Claims Analyst

1 month ago


Owings Mills, United States Contracting East Mil Full time
Job DescriptionJob Description

Responsibilities

Job Summary

The Claims Analyst will perform claims analysis for claims submitted from the existing billing system to Clearinghouse. Reviews billing system tables and outbound claim files to the clearinghouse to determine issues for impact and resolution. Works with Revenue Cycle management team to trend issues, suggest issue resolution, implement solutions.

Essential Duties and Responsibilities

  • Maintains Clearinghouse administration functions to add users and create groups. Completes user administration control records.
  • Produces weekly synopsis of accomplishments and identifies goals or ongoing projects each week and presents to management.
  • Reviews rejected claims for trends and analysis at an enterprise level, familiar with all aspects of claims cycle.
  • Creates clear documentation on current processes and presents documentation to management.
  • Assists in training users on Clearinghouse processes and has familiarity with the Clearinghouse processes.
  • Monitors claims and charges life cycle and associated lists to identify issues or problems and notifies the appropriate manager.
  • Accesses claim ticketing process for Clearinghouse requests and reviews and triages of tickets for claims research or other requests for Clearinghouse functions.
  • Performs claims audit processes and files to match claim files and claim numbers sent from the billing system and received at the Clearinghouse to prepare for internal audit requests.
  • Takes training on Clearinghouse and billing systems available online for functionality and obtains required certification for Clearinghouse or billing system functionality.
  • Attends meetings on location implementation, new Clearinghouse review and testing.
  • Assists with system claims testing and review.
  • Reviews claims mapping to maintain consistent mapping information and electronic claims submission.
  • Maintains security, integrity and business continuity controls and documents.
  • Provides excellent customer service to all Practices. Maintains user confidence and protects operations by keeping information confidential.
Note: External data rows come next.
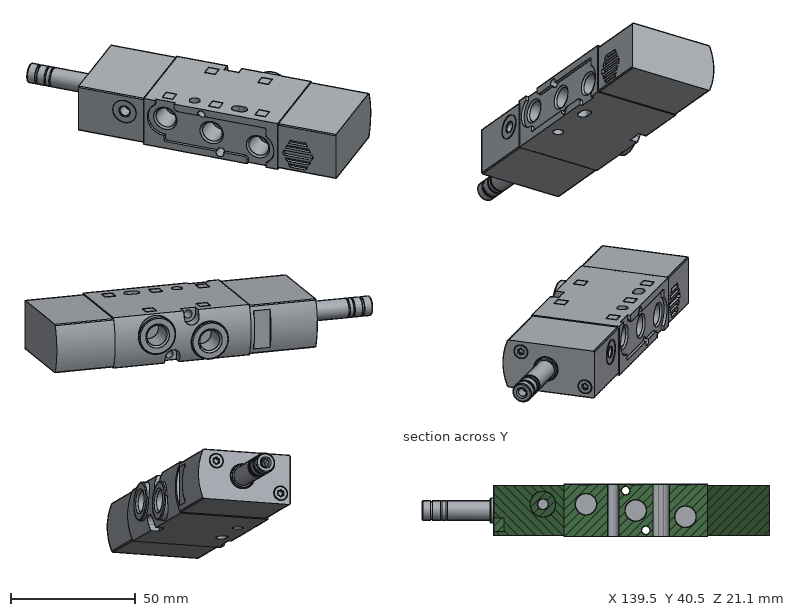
import cadquery as cq
import math


overall_length = 139.5
overall_depth = 40.5
body_length = 57.8
body_height = 21.1
pilot_length = 28.2
cap_length = 24.8
back_apex = 39.5
back_sag = 2.2

end_inset = 0.4
end_edge_chamfer = 0.4

port_dia = 8.5
port_mouth_dia = 10.0
port_depth = 11.2
inlet_pitch = 20.0
inlet_step = 2.5
outlet_pitch = 22.5
outlet_z = 2.1
boss_dia = 15.6
boss_chamfer = 0.4

gasket_depth = 1.3
gasket_ring_radius = 7.3
gasket_half_height = 7.4
gasket_mouth = (15.8, 23.9)
gasket_corner = 0.8
gasket_mouth_bevel = 1.1

through_dia = 3.3
through_x = 4.0
through_z = 8.0
seat_width = 6.3
seat_depth_y = 33.8

cross_dia = 4.3
cross_y = 5.9
cross_hole_x = -9.1
cross_slot_x = 10.2
cross_slot_length = 6.4

label_size = 4.5
label_depth = 0.1
outlet_label_y = 31.1
outlet_label_pitch = 22.9

slot_x_from_body = 5.0
slot_width = 7.0
slot_depth = 1.3

plug_dia = 10.0
plug_length = 7.0
plug_sink = 0.3
plug_x_from_body = 8.4
plug_z = inlet_step
plug_hole_dia = 4.2
plug_hole_mouth = 4.9
plug_hole_depth = 5.6

screw_dia = 5.9
screw_length = 4.2
screw_rim_chamfer = 0.21
screw_places = [(31.8, 5.7), (4.5, -5.7)]
socket_core_dia = 2.1
socket_lobe_dia = 0.9
socket_tip_dia = 3.0
socket_depth = 1.4
socket_lobes = 6

stem_y = 21.0
stem_dia = 8.0
stem_tip_chamfer = 0.4
collar_dia = 10.0
collar_length = 1.4
collar_chamfer = 0.4
clip_groove = (3.5, 4.3)
clip_groove_dia = 7.1
crimp_starts = (7.5, 9.6)
crimp_width = 0.5
crimp_dia = 7.7
stem_bore_dia = 3.3
stem_bore_mouth = 4.6
stem_bore_depth = 5.6
stem_pilot_hole_dia = 2.0
stem_pilot_hole_depth = 8.4

vent_x_from_body = 8.5
vent_z = -inlet_step
vent_half_width = 6.5
vent_top_half_width = 3.3
vent_half_height = 6.1
vent_depth = 1.4
vent_rows = [(0.0, 2.2), (3.0, 1.4), (5.5, 1.5)]

body_left = -body_length / 2
body_right = body_length / 2
pilot_left = body_left - pilot_length
plug_x = body_left - plug_x_from_body
stem_length = overall_length - body_length - pilot_length - cap_length
half_height = body_height / 2
back_edge = back_apex - back_sag
back_radius = (half_height**2 + back_sag**2) / (2 * back_sag)
inlets = [(i * inlet_pitch, -i * inlet_step) for i in (-1, 0, 1)]
outlets = [(side * outlet_pitch / 2, side * outlet_z) for side in (-1, 1)]
through_holes = [(-through_x, through_z), (through_x, -through_z)]
beyond = 1.4


def back_y(z):
    """Y of the curved back at height z."""
    return back_apex - back_radius + math.sqrt(back_radius**2 - z**2)


def bar(x_start, length, inset):
    """Bar along X with a flat front and a crowned back."""
    h = half_height - inset
    return (
        cq.Workplane("YZ", origin=(x_start, 0, 0))
        .moveTo(back_y(h), -h)
        .lineTo(inset, -h)
        .lineTo(inset, h)
        .lineTo(back_y(h), h)
        .threePointArc((back_apex, 0), (back_y(h), -h))
        .close()
        .extrude(length)
    )


def end_block(x_start, length):
    """Pilot or cap blank: inset bar with bevelled long edges."""
    return bar(x_start, length, end_inset).edges("|X").chamfer(end_edge_chamfer)


def along_y(x, z, y_start):
    """Sketch plane at y_start whose extrusions run toward +Y, with local axes X and -Z."""
    return cq.Workplane(cq.Plane((x, y_start, z), (1, 0, 0), (0, 1, 0)))


def turned(profile, origin, axis):
    """Solid of revolution from (distance along axis, radius) points."""
    radial = (0, 0, 1)
    plane = cq.Plane(origin, axis, cq.Vector(*axis).cross(cq.Vector(*radial)))
    return cq.Workplane(plane).polyline(profile).close().revolve(360, (0, 0, 0), (1, 0, 0))


def bevelled_hole(origin, axis, dia, mouth_dia, depth):
    """Cutter for a blind hole with a 45 degree mouth bevel."""
    bevel = (mouth_dia - dia) / 2
    profile = [(0, 0), (0, mouth_dia / 2), (bevel, dia / 2), (depth, dia / 2), (depth, 0)]
    return turned(profile, origin, axis)


def gasket_recess():
    mouth_in, mouth_out = gasket_mouth
    ring_x, ring_z = inlet_pitch, inlet_step
    side = ring_z + math.sqrt(gasket_ring_radius**2 - (mouth_out - ring_x)**2)
    ring_end = ring_x + gasket_ring_radius
    wall_z = side - 2 * ring_z
    mouth_z = half_height + beyond
    bevel = gasket_mouth_bevel
    h = gasket_half_height
    recess = (
        cq.Workplane("XZ")
        .moveTo(-mouth_in, mouth_z)
        .lineTo(-mouth_out, mouth_z)
        .lineTo(-mouth_out, side)
        .threePointArc((-ring_end, ring_z), (-ring_x, ring_z - gasket_ring_radius))
        .lineTo(-ring_x, -h)
        .lineTo(mouth_in - bevel, -h)
        .lineTo(mouth_in, -h - bevel)
        .lineTo(mouth_in, -mouth_z)
        .lineTo(mouth_out, -mouth_z)
        .lineTo(mouth_out, -side)
        .threePointArc((ring_end, -ring_z), (mouth_out, wall_z))
        .lineTo(mouth_out, h)
        .lineTo(-mouth_in + bevel, h)
        .lineTo(-mouth_in, h + bevel)
        .close()
        .extrude(-gasket_depth)
    )
    for x, z in ((-ring_x, -h), (mouth_out, h)):
        recess = recess.edges(cq.NearestToPointSelector((x, gasket_depth / 2, z))).fillet(gasket_corner)
    return recess


def through_hole_cutter(x, z):
    """Hole along Y whose back end widens into a seat open to the nearer long face."""
    outward = math.copysign(1, z)
    reach = half_height + beyond - abs(z)
    seat_length = overall_depth + beyond - seat_depth_y
    hole = along_y(x, z, -beyond).circle(through_dia / 2).extrude(overall_depth)
    seat = along_y(x, z, seat_depth_y).circle(seat_width / 2).extrude(seat_length)
    opening = cq.Workplane("XY").box(seat_width, seat_length, reach, centered=(True, False, True))
    opening = opening.translate((x, seat_depth_y, z + outward * reach / 2))
    return hole.union(seat).union(opening)


def label_pocket(x, y):
    return (
        cq.Workplane("XY", origin=(x, y, half_height - label_depth))
        .rect(label_size, label_size)
        .extrude(label_depth + beyond)
    )


def make_body():
    body = bar(body_left, body_length, 0)
    for x, z in outlets:
        boss_start = back_edge - beyond
        boss = along_y(x, z, boss_start).circle(boss_dia / 2).extrude(overall_depth - boss_start)
        body = body.union(boss.faces(">Y").chamfer(boss_chamfer))
    body = body.cut(gasket_recess())
    for x, z in inlets:
        origin = (x, gasket_depth, z)
        body = body.cut(bevelled_hole(origin, (0, 1, 0), port_dia, port_mouth_dia, port_depth))
    for x, z in outlets:
        origin = (x, overall_depth, z)
        body = body.cut(bevelled_hole(origin, (0, -1, 0), port_dia, port_mouth_dia, port_depth))
    for x, z in through_holes:
        body = body.cut(through_hole_cutter(x, z))
    bottom = cq.Workplane("XY", origin=(0, cross_y, -half_height))
    body = body.cut(bottom.center(cross_hole_x, 0).circle(cross_dia / 2).extrude(body_height))
    body = body.cut(bottom.center(cross_slot_x, 0).slot2D(cross_slot_length, cross_dia).extrude(body_height))
    for x, _ in inlets:
        body = body.cut(label_pocket(x, cross_y))
    for x in (-outlet_label_pitch / 2, outlet_label_pitch / 2):
        body = body.cut(label_pocket(x, outlet_label_y))
    return body


def screw_blank(y, z):
    return cq.Workplane("YZ", origin=(pilot_left, y, z)).circle(screw_dia / 2).extrude(screw_length)


def make_pilot():
    pilot = end_block(pilot_left, pilot_length)
    slot = cq.Workplane("XY").box(slot_width, 2 * slot_depth, body_height)
    pilot = pilot.cut(slot.translate((body_left - slot_x_from_body, back_apex, 0)))
    plug_end = end_inset + plug_sink + plug_length
    pilot = pilot.cut(along_y(plug_x, plug_z, 0).circle(plug_dia / 2).extrude(plug_end))
    for y, z in screw_places:
        pilot = pilot.cut(screw_blank(y, z))
    return pilot


def make_plug():
    face = end_inset + plug_sink
    plug = along_y(plug_x, plug_z, face).circle(plug_dia / 2).extrude(plug_length)
    hole = bevelled_hole((plug_x, face, plug_z), (0, 1, 0), plug_hole_dia, plug_hole_mouth, plug_hole_depth)
    return plug.cut(hole)


def make_screw(y, z):
    """Round-headed screw, flush with the pilot face, with a six-lobed socket."""
    face = cq.Workplane("YZ", origin=(pilot_left, y, z))
    socket = face.circle(socket_core_dia / 2).extrude(socket_depth)
    lobe_circle = (socket_tip_dia - socket_lobe_dia) / 2
    lobes = (
        face.polarArray(lobe_circle, 90, 360, socket_lobes)
        .circle(socket_lobe_dia / 2)
        .extrude(socket_depth)
    )
    screw = screw_blank(y, z).faces("<X").chamfer(screw_rim_chamfer)
    return screw.cut(socket.union(lobes))


def make_stem():
    tip = (pilot_left - stem_length, stem_y, 0)
    axis = (1, 0, 0)
    r = stem_dia / 2
    collar_r = collar_dia / 2
    collar_start = stem_length - collar_length
    stem = turned(
        [
            (0, 0),
            (0, r - stem_tip_chamfer),
            (stem_tip_chamfer, r),
            (collar_start, r),
            (collar_start, collar_r - collar_chamfer),
            (collar_start + collar_chamfer, collar_r),
            (stem_length, collar_r),
            (stem_length, 0),
        ],
        tip,
        axis,
    )
    grooves = [(*clip_groove, clip_groove_dia)]
    grooves += [(start, start + crimp_width, crimp_dia) for start in crimp_starts]
    for start, end, floor_dia in grooves:
        floor = floor_dia / 2
        stem = stem.cut(turned([(start, floor), (start, collar_r), (end, collar_r), (end, floor)], tip, axis))
    stem = stem.cut(bevelled_hole(tip, axis, stem_bore_dia, stem_bore_mouth, stem_bore_depth))
    cone_length = (stem_bore_dia - stem_pilot_hole_dia) / 2
    bore_end = [
        (stem_bore_depth, 0),
        (stem_bore_depth, stem_bore_dia / 2),
        (stem_bore_depth + cone_length, stem_pilot_hole_dia / 2),
        (stem_pilot_hole_depth, stem_pilot_hole_dia / 2),
        (stem_pilot_hole_depth, 0),
    ]
    return stem.cut(turned(bore_end, tip, axis))


def make_cap():
    vent_x = body_right + vent_x_from_body
    hexagon = (
        along_y(vent_x, vent_z, 0)
        .polyline(
            [
                (vent_half_width, 0),
                (vent_top_half_width, vent_half_height),
                (-vent_top_half_width, vent_half_height),
                (-vent_half_width, 0),
                (-vent_top_half_width, -vent_half_height),
                (vent_top_half_width, -vent_half_height),
            ]
        )
        .close()
        .extrude(end_inset + vent_depth)
    )
    cap = end_block(body_right, cap_length)
    for offset, height in vent_rows:
        for z in {vent_z + offset, vent_z - offset}:
            row = cq.Workplane("XY").box(cap_length, overall_depth, height).translate((vent_x, 0, z))
            cap = cap.cut(hexagon.intersect(row))
    return cap


body = make_body()
pilot = make_pilot()
cap = make_cap()
stem = make_stem()
plug = make_plug()
screws = [make_screw(y, z) for y, z in screw_places]

result = cq.Compound.makeCompound(
    [body.val(), pilot.val(), cap.val(), stem.val(), plug.val(), *[screw.val() for screw in screws]]
)

PLEASE NOTE: This is not an exhaustive list of all duties, responsibilities and requirements of the position described above. Other functions may be assigned and management retains the right to add or change duties at any time.

Minimum Qualifications, Education and Experience
  • Ability to interact with customers and to document customer needs.
  • Works with all levels of management and communicates concisely.
  • Knowledge of claims processes and terminology, code sets including Procedure codes, Diagnostic codes, and Modifiers.
  • Imaging Billing Experience a plus.
  • Strong communication skills and demonstrates ability to work with business to resolve claims issues.
  • Two plus years of Healthcare experience.
  • Proficient in Office products Excel, Word, Visio.
  • Microsoft Access a plus.

Quality Standards

  • Communicates, cooperates, and consistently functions professionally and harmoniously with all levels of supervision, co-workers, patients, visitors, and vendors.
  • Demonstrates initiative, personal awareness, professionalism and integrity, and exercises confidentiality in all areas of performance.
  • Attends regular corporate meetings as requested.
  • Follows OSHA regulations, RadNet and site protocols, policies and procedures.
  • Follows HIPAA, compliance, privacy, safety and confidentiality standards at all times.
  • Practices universal safety precautions.
  • Promotes good public relations on the phone and in person.
  • Adapts and applies new tasks, methods, and systems.
  • Reports to work regularly as scheduled; consistently punctual with respect to working hours and lunch schedules, and maintains satisfactory personal attendance in accordance with RadNet guidelines.
  • Completes job responsibilities in a quality and timely manner.